# Dura-Brite Ink



## photodiver (Apr 27, 2005)

Hello All,

Am I the only one who is having problems with Epson's new Dura-brite ink? I have been in the t-shirt imprinting business now for over 7 years. I have always used epson printers to do all our heat transfers. 

Since we had to update some of our printers (old ones died after years of service) All the Epson printers now use the Dura-brite ink.

We are using a C82 and a C86, the print results are aweful. The colors are wrong, they are not bright at all. The quality of our imprints have dropped dramaticlly.

I have done so many test prints trying to correct the images but I can't get consistant results. 

Has anyone else had this problem, and can any one help. At this rate, I will be out of business in no time if I can't start producing the quality that my company has built a reputation for.

Thank you in advance.


----------



## Shuffy (Sep 3, 2005)

Oh yes please, I would like to know also . . I just purchased a C86 .. and before I actually start using it . . this inquring mind would like to know as well . . otherwise I will stick with my HP printer . . my HP print might be an older model, (990 cxi), but the colors are outstanding . . I tested the finished product before I started selling my Tees . . and so far everyone has given me glowing feedback . .. 

Diane


----------



## Twinge (Apr 26, 2005)

What were you using before? 

The main advantage of using Durabrite inks for t-shirt transfer is that they are pigmented inks, so they won't bleed in the wash. It is advised that you adjust your printing color profiles to +5 Cyan, +5 Magenta, and -15 Yellow for optimal prints; this should definately cure (or at least help - you might need to toy with the color profiles more to get it perfect, but this works for most people) the problem if you are getting a 'yellowed-out' effect, especially on photographs, thin black lines, etc. Under these settings I have not had any problems myself; I've done probably 200 odd shirts using the Durabrite inks and the colors have been fine.

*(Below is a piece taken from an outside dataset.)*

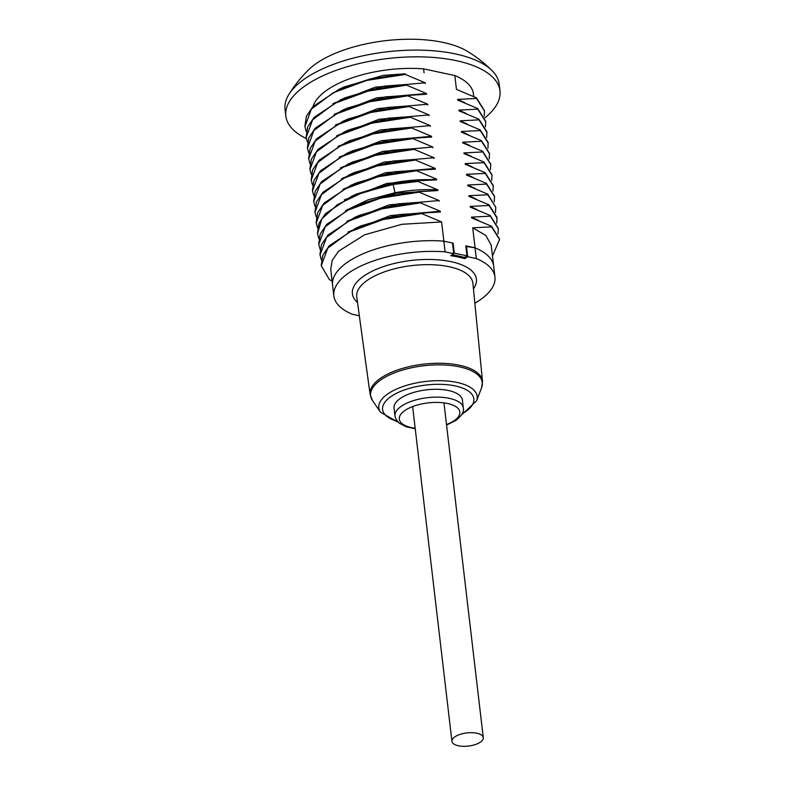 <?xml version="1.0" encoding="UTF-8"?>
<svg xmlns="http://www.w3.org/2000/svg" width="785" height="785" viewBox="0 0 785 785"><rect width="100%" height="100%" fill="white"/><g stroke="black" fill="none" stroke-linecap="round" stroke-linejoin="round"><path stroke-width="1.18" d="M359.324 315.776L352.455 314.304A81.1 33.99 -6.7 0 1 333.851 295.896L330.74 269.412L332.232 260.286L338.688 251.121L364.574 234.803L401.959 224.284L441.592 221.949L443.849 241.162A81.1 33.99 173.3 0 0 332.585 285.19A81.1 33.99 -6.7 0 1 443.849 241.162L453.112 243.144L452.543 243.536M452.082 254.831A74.968 31.42 -6.7 0 1 464.514 257.509L466.977 255.851L465.799 245.862L475.072 247.854L476.328 258.559L467.693 256.705L464.73 258.697A74.212 31.096 173.3 0 0 450.776 255.704L453.74 253.712L445.105 251.857A81.1 33.99 -6.7 0 0 333.851 295.896M474.856 303.206A81.1 33.99 173.3 0 0 494.942 276.968L493.686 266.262A81.1 33.99 173.3 0 0 475.072 247.854L472.717 227.817L485.846 235.461L491.204 245.136L493.686 266.262A81.1 33.99 173.3 0 0 475.072 247.854L465.858 246.392M453.112 243.144L454.289 253.133L453.72 253.526M466.977 255.851L454.289 253.133M441.592 221.949L421.643 213.559L421.565 212.902L440.414 211.96L399.212 214.56L360.835 225.933L355.693 228.249L329.219 245.783L322.684 255.498L321.242 265.428M348.059 231.997L390.469 215.571L440.336 211.243L440.414 211.96M440.336 211.243L420.377 202.854L420.309 202.206L397.946 203.864L359.049 215.473M346.803 221.292L389.213 204.865L439.07 200.548L439.158 201.254M439.07 200.548L419.121 192.158L419.043 191.501L437.902 190.559L396.7 193.159L358.333 204.522L353.191 206.838L326.717 224.363L320.172 234.077L318.72 243.978M345.547 210.586L367.723 199.989L394.992 192.737C409.77 190.068 424.047 189.106 437.814 189.842L437.902 190.559M437.814 189.842L417.865 181.453L417.787 180.795L436.646 179.853C422.84 179.117 408.563 180.079 393.815 182.748L356.625 194.023M344.281 199.89L386.701 183.464L436.558 179.137L436.646 179.853M436.558 179.137L416.609 170.747L416.531 170.1L435.39 169.148L394.178 171.758L355.801 183.131L350.659 185.437L324.185 202.981L317.65 212.696L316.208 222.538M343.025 189.185L385.445 172.759L435.302 168.441L435.39 169.148M435.302 168.441L415.353 160.052L415.275 159.394L392.912 161.053L354.143 172.602M341.769 178.48L384.189 162.053L434.046 157.736L434.125 158.452M434.046 157.736L414.097 149.346L414.019 148.689L391.666 150.347L352.74 161.975M340.513 167.784L382.923 151.358L432.79 147.03L432.869 147.747M432.79 147.03L412.841 138.641L412.763 137.993L431.613 137.041L390.39 139.651L352.014 151.024L346.862 153.34L320.408 170.875L313.882 180.589L312.45 190.529M339.257 157.078L381.667 140.652L431.534 136.335L431.613 137.041M431.534 136.335L411.585 127.945L411.507 127.288L389.144 128.946L350.238 140.554M338.001 146.373L380.411 129.947L430.278 125.629L430.357 126.346M430.278 125.629L410.32 117.24L410.251 116.582L387.898 118.241L349.001 129.849M336.745 135.677L379.155 119.251L429.012 114.924L429.101 115.64M429.012 114.924L409.063 106.534L408.985 105.887L386.622 107.545L347.755 119.143M335.489 124.972L377.899 108.546L427.756 104.228L427.845 104.935M427.756 104.228L407.808 95.839L407.729 95.181L426.589 94.239L385.386 96.84L347.019 108.202L341.877 110.518L315.393 128.053L308.848 137.777L307.406 147.619M334.224 114.267L376.643 97.84L426.5 93.523L426.589 94.239M426.5 93.523L406.551 85.133L406.473 84.476L384.11 86.134L345.331 97.693M332.968 103.571L375.387 87.145L425.244 82.817L425.333 83.534M425.244 82.817L405.296 74.428L405.217 73.78L382.874 75.429L344.036 87.007M312.989 106.534A81.1 33.99 -6.7 0 1 423.606 68.854L424.067 72.828M423.606 68.854L454.829 75.546L456.458 89.402L476.407 97.791L476.485 98.449L457.635 99.391L457.714 100.107L477.663 108.497L477.741 109.154L458.891 110.096L458.97 110.813L478.919 119.202L478.997 119.85L460.147 120.802L460.226 121.508L480.185 129.898L480.253 130.555L461.403 131.497L461.492 132.214L481.44 140.603L481.509 141.261L462.659 142.203L462.748 142.919L482.697 151.309L482.775 151.956L463.915 152.908L464.004 153.615L483.952 162.004L484.031 162.662L465.171 163.604L465.26 164.32L485.209 172.71L485.287 173.367L466.427 174.309L466.516 175.026L486.464 183.415L486.543 184.063L467.693 185.015L467.772 185.721L487.721 194.111L487.799 194.768L468.949 195.71L469.028 196.427L488.976 204.816L489.055 205.474L470.205 206.416L470.284 207.132L490.242 215.522L490.311 216.169L471.461 217.121L471.549 217.837L491.498 226.217L491.567 226.875L472.717 227.817M492.048 70.621A107.8 45.177 -6.7 0 0 455.536 53.949A107.8 45.177 173.3 0 0 288.841 94.494A130.555 130.555 0 0 1 308.672 69.718A90.726 38.023 173.3 0 1 443.348 42.468A90.726 38.023 -6.7 0 1 467.006 51.113A130.555 130.555 0 0 1 492.048 70.621A107.8 45.177 -6.7 0 1 499.172 84.123L499.966 90.844A107.8 45.177 -6.7 0 1 484.904 117.848M288.841 94.494A107.8 45.177 173.3 0 0 285.034 109.282L285.828 116.003A107.8 45.177 173.3 0 0 306.395 138.611M499.966 90.844A107.8 45.177 -6.7 0 0 456.33 60.671A107.8 45.177 173.3 0 0 342.123 68.315A107.8 45.177 173.3 0 0 285.828 116.003M454.829 75.546A81.1 33.99 -6.7 0 1 473.443 93.965L473.738 96.506M457.635 99.391L464.818 102.737M458.891 110.096L466.084 113.442M460.147 120.802L467.34 124.148M461.403 131.497L468.596 134.843M462.659 142.203L469.852 145.549M463.915 152.908L471.108 156.254M472.364 166.96L465.171 163.604M466.427 174.309L473.62 177.655M467.693 185.015L474.876 188.361M468.949 195.71L476.142 199.066M470.205 206.416L477.398 209.762M471.461 217.121L478.654 220.467M484.414 110.548L476.407 97.791M485.679 121.332L477.663 108.497M486.69 137.522L486.906 131.752L478.919 119.202M405.217 73.78L370.5 78.843L339.355 89.117L312.881 106.642L306.346 116.357L304.904 126.316M406.473 84.476L371.737 89.549L340.572 99.832L314.128 117.357L307.602 127.062L306.16 137.032M407.729 95.181L373.022 100.244L341.877 110.518M408.985 105.887L374.249 110.95L343.094 121.233L316.64 138.759L310.114 148.473L308.672 158.433M421.643 213.559L383.1 219.555L349.708 231.82L327.718 248.217L321.281 265.791L329.415 279.627L332.104 281.03M496.748 223.146L496.964 217.357L488.976 204.816M498.249 228.337L490.242 215.522M499.505 239.013L491.498 226.217M417.787 180.795L393.01 183.808L351.886 196.152L325.441 213.687L318.906 223.391L317.474 233.331M419.043 191.501L384.336 196.564L353.191 206.838M420.309 202.206L385.572 207.269L354.408 217.553L327.953 235.088L321.428 244.792L319.946 254.438L321.359 260.021M421.565 212.902L386.838 217.975L355.693 228.249M497.042 218.004L489.055 205.474M498.004 233.842L498.298 228.71L490.311 216.169M492.48 255.998L499.554 239.425L491.567 226.875M417.865 181.453L393.089 184.465L362.307 192.629L337.442 204.62L321.811 218.907L317.513 233.685L318.838 238.62M419.121 192.158L380.597 198.144L347.205 210.409L325.216 226.796L318.769 244.37L320.094 249.316M420.377 202.854L381.853 208.849L348.452 221.115L326.462 237.512L320.025 255.086M492.97 191.04L493.265 185.908L485.287 173.367M494.226 201.735L494.521 196.603L486.543 184.063M495.482 212.441L495.786 207.309L487.799 194.768M491.714 180.334L492.009 175.222L484.031 162.662M414.097 149.346L375.573 155.332L342.172 167.597L320.182 183.984L313.735 201.559L315.07 206.514M415.353 160.052L376.82 166.037L343.418 178.313L321.438 194.7L315.001 212.284L316.326 217.209M416.609 170.747L378.076 176.743L344.674 189.018L322.684 205.415L316.257 222.989L317.582 227.915M491.959 174.761L483.952 162.004M493.225 185.554L485.209 172.71M494.481 196.221L486.464 183.415M495.786 207.309L487.721 194.111M414.019 148.689L379.292 153.762L348.138 164.036L321.683 181.561L315.148 191.275L313.706 201.215M415.275 159.394L380.539 164.467L349.374 174.751L322.929 192.276L316.394 201.99L314.962 211.95M416.531 170.1L381.804 175.163L350.659 185.437M487.946 148.228L488.162 142.448L480.185 129.898M489.447 153.399L481.44 140.603M490.713 164.153L482.697 151.309M410.251 116.582L375.524 121.646L344.379 131.919L317.915 149.454L311.37 159.159L309.918 168.991M411.507 127.288L376.771 132.351L345.616 142.635L319.161 160.16L312.626 169.874L311.194 179.834M412.763 137.993L378.027 143.056L346.862 153.34M488.241 143.106L480.253 130.555M489.202 158.933L489.497 153.811L481.509 141.261M490.458 169.629L490.753 164.507L482.775 151.956M409.063 106.534L370.54 112.53L337.138 124.795L315.148 141.182L308.711 158.766L310.036 163.702M410.32 117.24L371.805 123.225L338.404 135.491L316.414 151.878L309.967 169.452L311.302 174.407M411.585 127.945L373.052 133.931L339.66 146.196L317.67 162.583L311.223 180.157L312.558 185.103M412.841 138.641L374.308 144.636L340.906 156.912L318.916 173.299L312.489 190.883L313.814 195.808M484.168 116.121L484.463 110.979L476.485 98.449M485.424 126.827L485.729 121.695L477.741 109.154M486.985 132.41L478.997 119.85M405.296 74.428L366.772 80.423L333.37 92.689L311.38 109.076L304.943 126.65L306.268 131.595M407.808 95.839L369.274 101.824L335.872 114.1L313.882 130.496L307.455 148.071L308.78 152.996M406.551 85.133L368.028 91.119L334.636 103.384L312.646 119.771L306.199 137.346L307.524 142.301M494.942 276.968A81.1 33.99 173.3 0 0 476.328 258.559M464.73 258.697L464.583 257.47M445.105 251.857L443.849 241.162L452.484 243.007L453.74 253.712M466.437 245.999L467.693 256.705M394.041 408.171A34.422 14.424 -6.7 0 1 400.635 398.24A34.422 14.424 173.3 0 1 438.079 389.311A34.422 14.424 173.3 0 1 462.404 400.144L463.327 407.984A34.422 14.424 -6.7 0 0 439.001 397.161A34.422 14.424 -6.7 0 0 401.557 406.09A34.422 14.424 -6.7 0 0 394.963 416.021L394.041 408.171M458.332 745.75A15.778 6.614 -6.7 0 1 451.944 741.334A15.778 6.614 -6.7 0 1 460.187 734.358A15.778 6.614 -6.7 0 1 476.897 733.239A15.778 6.614 -6.7 0 1 483.285 737.655A15.778 6.614 -6.7 0 1 475.043 744.631A15.778 6.614 -6.7 0 1 458.332 745.75M394.992 192.737L393.01 183.808L393.815 182.748M310.193 162.927L309.663 162.74M473.453 288.841A62.437 26.17 173.3 0 0 451.13 261.67A62.437 26.17 173.3 0 0 375.603 269.628A62.437 26.17 173.3 0 0 357.509 302.46M482.51 381.304L472.904 283.307A58.483 24.512 173.3 0 0 449.216 266.743A58.483 24.512 173.3 0 0 387.054 270.953A58.483 24.512 173.3 0 0 356.753 296.956L370.118 394.502L372.532 400.605A56.216 23.56 173.3 0 1 394.816 372.689A56.216 23.56 173.3 0 1 459.539 366.86A56.216 23.56 173.3 0 1 481.578 387.79L482.51 381.304A56.589 23.717 173.3 0 0 459.588 365.27A56.589 23.717 173.3 0 0 399.437 369.352A56.589 23.717 173.3 0 0 370.118 394.502M398.221 422.281L380.47 412.174A49.524 20.753 -6.7 0 1 400.095 387.584A49.524 20.753 -6.7 0 1 457.125 382.452A49.524 20.753 -6.7 0 1 476.534 400.89L481.578 387.79M397.416 421.427A45.942 19.252 -6.7 0 1 392.892 395.297A45.942 19.252 -6.7 0 1 455.251 385.935A45.942 19.252 -6.7 0 1 462.188 413.823M415.167 428.257A30.458 12.766 -6.7 0 1 405.148 410.329A30.458 12.766 -6.7 0 1 447.489 403.49A30.458 12.766 -6.7 0 1 453.985 420.809A30.458 12.766 -6.7 0 1 446.508 424.577M339.355 89.117L344.507 86.801M340.572 99.832L345.724 97.517M348.246 118.918L343.094 121.233M351.886 196.152L357.038 193.836M354.418 217.553L359.559 215.237M498.298 228.71L498.22 228.052M499.554 239.425L499.476 238.777M317.513 233.685L317.434 233.027M318.769 244.37L318.69 243.713M321.291 265.791L321.212 265.144M492.009 175.222L491.93 174.564M493.265 185.908L493.186 185.26M494.521 196.603L494.442 195.946M313.745 201.559L313.666 200.911M315.001 212.284L314.922 211.626M316.257 222.989L316.178 222.332M348.138 164.045L353.279 161.73M349.374 174.751L354.526 172.435M344.379 131.929L349.531 129.613M345.616 142.644L350.758 140.329M489.497 153.811L489.418 153.154M490.753 164.507L490.674 163.849M309.967 169.452L309.889 168.795M311.233 180.157L311.154 179.51M312.489 190.883L312.41 190.225M484.463 110.979L484.384 110.332M485.719 121.695L485.65 121.047M304.943 126.65L304.865 125.993M306.199 137.346L306.121 136.698M307.455 148.071L307.377 147.423M308.642 158.109L308.711 158.756M461.609 414.833L476.534 400.89M380.47 412.174L372.532 400.605M463.327 407.984C464.327 411.507 461.806 415.687 455.771 420.524L446.567 425.058M415.226 428.738L406.257 426.834L399.329 423.252L395.974 419.298L394.963 416.021M451.944 741.334L412.625 406.561M483.285 737.655L443.957 402.882"/></g></svg>

Another option would be the Magic Mix inks available from http://personalizedsupplies.com/. They are also a pigmented inks, but they are designed specifically for t-shirts so they don't need and color adjusted or anything like that.


----------



## photodiver (Apr 27, 2005)

Twinge,

I have done this (about 4 months ago) and still the images are not sharp, bright, nor do the colors even come close to what they should be. 

I have "tweeked" the colors, and run so many tests that I have pretty much exhausted all my options. I find it hard to believe that the results from this ink are as good as the old Epson ink was. We only ever had one customer complain about the image running in all the years we used the older Epson ink. 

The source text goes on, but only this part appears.